How are proteins synthesied from DNA?

The video above is a really good animation to help you visualise what is happening 100 trillion times per second in your body. The process can be split into two main parts; transcription and translation, which are summarised below.



  1. DNA-helicase unzips the DNA, exposing it.
  2. The exposed base sequence is used as a template for free RNA nucleotides. Activated RNA nucleotides (ones with 2 extra phosphoryl groups)  temporarily hydrogen bond onto the template strand of DNA (leaving the coding strand unchanged). RNA polymerase catalyses this reaction, and the extra phosphoryl groups are released, producing energy for the bonding of adjacent nucleotides.
  3. The mRNA, which is a copy of the coding strand (with T replaced by U), passes out of the nucleus, via a pore in the nuclear envelope, to a ribosome.

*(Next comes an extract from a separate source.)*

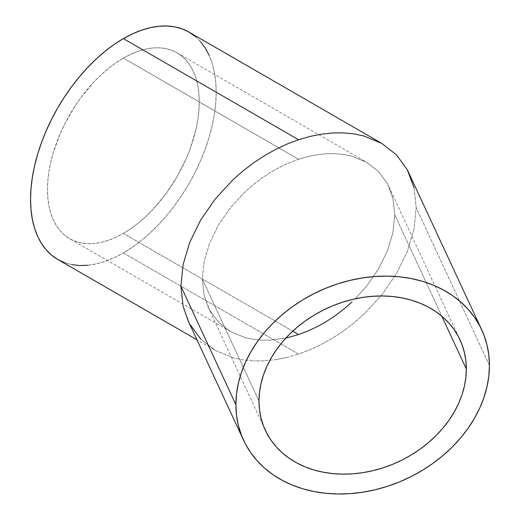 <?xml version="1.0" encoding="UTF-8"?>
<svg xmlns="http://www.w3.org/2000/svg" width="520" height="520" viewBox="0 0 520 520"><rect width="100%" height="100%" fill="white"/><g stroke="black" fill="none" stroke-linecap="round" stroke-linejoin="round"><path stroke-width="0.39" stroke-dasharray="2.6 1.95" d="M123.37 233.402A107.328 61.971 120 0 0 193.486 138.821A107.328 61.971 120 0 0 177.034 52.819A107.328 61.971 120 0 0 123.37 58.13L298.545 159.269L307.976 156.546L317.317 154.694L326.476 153.732L335.368 153.667L343.909 154.499L352.007 156.215L366.587 162.253L378.553 171.548L387.452 183.736L392.925 198.347L394.778 214.825L392.925 232.544L387.452 250.809L378.553 268.925L366.587 286.189L355.264 298.792L366.587 286.189L378.553 268.925L387.452 250.809L392.925 232.544L394.778 214.825L441.838 316.238L394.778 214.825L392.925 198.347L388.908 186.661L387.452 183.736L378.553 171.548L366.587 162.253L352.007 156.215L343.909 154.499L335.368 153.667L326.476 153.732L317.317 154.694L307.976 156.546L298.545 159.269L289.114 162.832L279.773 167.213L270.608 172.354L261.716 178.217L253.181 184.737L245.083 191.861L230.497 207.617L218.53 224.887L209.638 243.003L204.165 261.267L202.312 278.98L204.165 295.464L208.175 307.151L209.638 310.076L218.53 322.264L230.497 331.552L245.083 337.591L253.181 339.313L261.716 340.145L270.608 340.08L285.942 337.987L270.608 340.08L261.716 340.145L253.181 339.313L245.083 337.591L230.497 331.552L218.53 322.264L209.638 310.076L204.165 295.464L202.312 278.98L258.986 401.096L202.312 278.98L204.165 261.267L209.638 243.003L218.53 224.887L230.497 207.617L245.083 191.861L253.181 184.737L261.716 178.217L270.608 172.354L279.773 167.213L289.114 162.832L298.545 159.269L123.37 58.13L130.806 54.262L138.177 51.266L145.399 49.186L152.412 48.035L159.146 47.827L165.535 48.555L171.516 50.225L177.034 52.819L182.033 56.303L186.472 60.645L190.3 65.812L193.486 71.747L195.994 78.397L197.802 85.696L198.9 93.574L199.264 101.953L198.9 110.753L197.802 119.886L195.994 129.279L190.3 148.434L186.472 158.022L177.034 176.755L165.535 194.292L152.412 209.963L145.399 216.911L138.177 223.171L130.806 228.69L123.37 233.402L115.927 237.276L108.563 240.266L101.335 242.353L94.322 243.503L87.594 243.711L81.205 242.977L75.218 241.306L69.7 238.719L64.701 235.235L60.261 230.886L56.433 225.719L53.248 219.785L50.739 213.135L48.932 205.842L47.84 197.964L47.476 189.586L47.84 180.785L48.932 171.645L50.739 162.26L53.248 152.711L60.261 133.51L64.701 124.046L75.218 105.82L81.205 97.247L94.322 81.569L101.335 74.627L108.563 68.367L115.927 62.849L123.37 58.13A107.328 61.971 120 0 0 53.248 152.711A107.328 61.971 120 0 0 69.706 238.719A107.328 61.971 120 0 0 123.37 233.402L292.728 331.182L123.37 233.402M188.039 320.574L189.826 324.155L183.131 306.28M215.339 350.415L200.701 339.053L215.339 350.415L233.168 357.799L215.339 350.415L196.969 339.813M243.074 359.905L233.168 357.799L243.074 359.905L253.513 360.919L243.074 359.905M264.387 360.841L253.513 360.919L264.387 360.841L275.587 359.658L264.387 360.841M287.007 357.396L275.587 359.658L287.007 357.396L298.545 354.068L287.007 357.396M57.746 259.428A131.248 75.777 120 0 0 123.37 252.928L298.545 354.068L310.076 349.707L321.503 344.357L332.703 338.065L343.577 330.902L354.016 322.927L363.922 314.217L381.751 294.944L396.383 273.825L407.257 251.674L413.959 229.339L416.215 207.681L413.959 187.525L409.045 173.238M489.437 365.45L416.215 207.681L489.437 365.45M189.826 324.155L200.701 339.053M413.959 187.525L416.215 207.681L413.959 229.339L407.257 251.674L396.383 273.825L381.751 294.944L363.922 314.217L354.016 322.927L343.577 330.902L332.703 338.065L321.503 344.357L310.076 349.707L298.545 354.068L123.37 252.928A131.248 75.777 120 0 0 209.112 137.274A131.248 75.777 120 0 0 188.994 32.104M87.854 265.278L96.427 263.868L105.261 261.326L114.27 257.667L123.37 252.928L132.464 247.162L141.472 240.416L150.306 232.765L158.886 224.269L167.115 215.02L174.928 205.101L182.24 194.617L188.994 183.658L195.111 172.334L200.531 160.751L205.218 149.032L209.112 137.274L212.18 125.599L214.389 114.12L215.728 102.947L216.177 92.19L215.728 81.939L214.389 72.312L212.18 63.388L209.112 55.257M200.531 41.678L195.111 36.367M64.493 262.6L71.805 264.641M230.497 331.552L69.706 238.719M177.034 52.819L366.587 162.253M208.175 307.151L265.304 430.241M388.908 186.661L460.018 339.879"/><path stroke-width="0.78" d="M298.545 334.542L292.728 331.182L298.545 334.542L307.976 330.974L298.545 334.542L289.114 337.266L298.545 334.542M317.317 326.599L307.976 330.974L317.317 326.599L326.476 321.458L317.317 326.599M335.368 315.594L326.476 321.458L335.368 315.594L343.909 309.069L335.368 315.594M352.007 301.951L343.909 309.069L352.007 301.951M285.942 337.987L289.114 337.266L285.942 337.987M466.336 369.025A107.328 84.65 -24.9 0 1 380.757 468.553A107.328 84.65 -24.9 0 1 265.304 430.241A107.328 84.65 -24.9 0 1 258.986 401.096L259.486 392.431L260.981 383.695L263.452 374.966L266.883 366.34L271.232 357.89L276.458 349.707L282.522 341.861L289.354 334.432L296.894 327.49L305.065 321.106L313.794 315.334L322.992 310.232L332.566 305.851L342.44 302.237L352.501 299.416L362.661 297.427L372.827 296.276L382.889 295.978L392.756 296.543L402.337 297.96L411.535 300.209L420.264 303.284L428.435 307.144L435.968 311.753L442.806 317.064L448.864 323.037L454.097 329.602L458.445 336.707L461.871 344.272L464.347 352.235L465.835 360.51L466.336 369.025L465.835 377.689L464.347 386.425L461.871 395.154L458.445 403.78L454.097 412.224L448.864 420.413L442.806 428.259L435.968 435.688L428.435 442.631L420.264 449.013L411.535 454.786L402.337 459.888L392.756 464.269L382.889 467.883L372.827 470.704L362.661 472.693L352.501 473.844L342.44 474.143L332.566 473.577L322.992 472.16L313.794 469.911L305.065 466.837L296.894 462.976L289.354 458.367L282.522 453.057L276.458 447.083L271.232 440.518L266.883 433.413L263.452 425.848L260.981 417.885L259.486 409.611L258.986 401.096A107.328 84.65 -24.9 0 1 344.565 301.567A107.328 84.65 -24.9 0 1 460.018 339.879A107.328 84.65 -24.9 0 1 466.336 369.025L441.838 316.238L466.336 369.025M481.715 329.81A131.248 103.513 -24.9 0 1 489.437 365.45A131.248 103.513 -24.9 0 1 384.793 487.156A131.248 103.513 -24.9 0 1 243.614 440.31A131.248 103.513 -24.9 0 1 235.885 404.671L180.869 286.13L235.885 404.671A131.248 103.513 -24.9 0 1 340.535 282.964A131.248 103.513 -24.9 0 1 481.715 329.81L407.257 169.656L396.383 154.752L381.751 143.39L363.922 136.013L354.016 133.906L343.577 132.886L332.703 132.97L321.503 134.147L310.076 136.416L298.545 139.744L287.007 144.099L275.587 149.454L264.387 155.74L253.513 162.91L243.074 170.885L233.168 179.595L215.339 198.861L200.701 219.98L189.826 242.131L183.131 264.466L180.869 286.13L183.131 306.28L180.869 286.13L183.131 264.466L189.826 242.131L200.701 219.98L215.339 198.861L233.168 179.595L243.074 170.885L253.513 162.91L264.387 155.74L275.587 149.454L287.007 144.099L298.545 139.744L123.37 38.604A131.248 75.777 120 0 0 37.629 154.258A131.248 75.777 120 0 0 57.746 259.428L64.493 262.6M200.701 339.053L189.826 324.155M183.131 306.28L188.039 320.574L243.614 440.31M195.111 36.367L188.994 32.104A131.248 75.777 120 0 0 123.37 38.604L298.545 139.744L310.076 136.416L321.503 134.147L332.703 132.97L343.577 132.886L354.016 133.906L363.922 136.013L381.751 143.39L396.383 154.752L407.257 169.656L413.959 187.525M381.751 143.39L188.994 32.104L182.24 28.938L174.928 26.897L167.115 26L158.886 26.26L150.306 27.664L141.472 30.212L132.464 33.871L123.37 38.604L114.27 44.369L105.261 51.116L96.427 58.773L87.854 67.269L79.618 76.518L71.805 86.431L64.493 96.922L57.746 107.88L51.63 119.203L46.202 130.78L41.522 142.506L37.629 154.258L34.561 165.932L32.344 177.411L31.012 188.584L30.563 199.349L31.012 209.593L32.344 219.225L34.561 228.15L37.629 236.281L41.522 243.536L46.202 249.853L51.63 255.171L57.746 259.428L196.969 339.813M489.437 365.45L488.826 355.037L487 344.916L483.977 335.185L479.785 325.93L474.468 317.245L468.072 309.218L460.662 301.918L452.309 295.418L443.085 289.783L433.095 285.064L422.422 281.307L411.177 278.551L399.464 276.815L387.394 276.127L375.089 276.49L362.661 277.894L350.24 280.332L337.928 283.784L325.865 288.204L314.145 293.56L302.9 299.793L292.227 306.852L282.236 314.665L273.019 323.154L264.667 332.235L257.25 341.829L250.855 351.839L245.537 362.167L241.345 372.716L238.322 383.39L236.496 394.075L235.885 404.671L236.496 415.084L238.322 425.204L241.345 434.935L245.537 444.191L250.855 452.875L257.25 460.902L264.667 468.201L273.019 474.701L282.236 480.337L292.227 485.056L302.9 488.813L314.145 491.569L325.865 493.304L337.928 493.994L350.24 493.63L362.661 492.226L375.089 489.788L387.394 486.337L399.464 481.916L411.177 476.56L422.422 470.327L433.095 463.268L443.085 455.455L452.309 446.966L460.662 437.885L468.072 428.291L474.468 418.281L479.785 407.953L483.977 397.404L487 386.731L488.826 376.044L489.437 365.45M209.112 55.257L205.218 47.996L200.531 41.678M71.805 264.641L79.618 265.538L87.854 265.278"/></g></svg>

  1. The mRNA molecule binds with a ribosome. Two codons are attatched to the smaller subunit of the ribosome, and are therefore exposed to the larger subunit. The first codon is always AUG, and so a tRNA molecule with anticodon UAC and amino acid mathionine hydrogen bonds to the codon.
  2. A second tRNA molecule with a different amino acid and complementary anticodon binds to the second codon.
  3. The two adjacent amino acids are joined together by a peptide bond, the reaction being catalysed by an enzyme in the small ribosomal subunit.
  4. The ribosome moves along the mRNA, and a third tRNA molecule brings another amino acid, whoch forms a peptide bond with the dipeptide. The first tRNA is then released to bring another amino acid to the ribosome.
  5. The polypeptide chain continues to grow in this way until a stop codon is reached. The stop codon works because there is no tRNA for the codons UAA, UAC or UGA.
  6. The polypeptide is released and assumes its secondary and tertiary structure.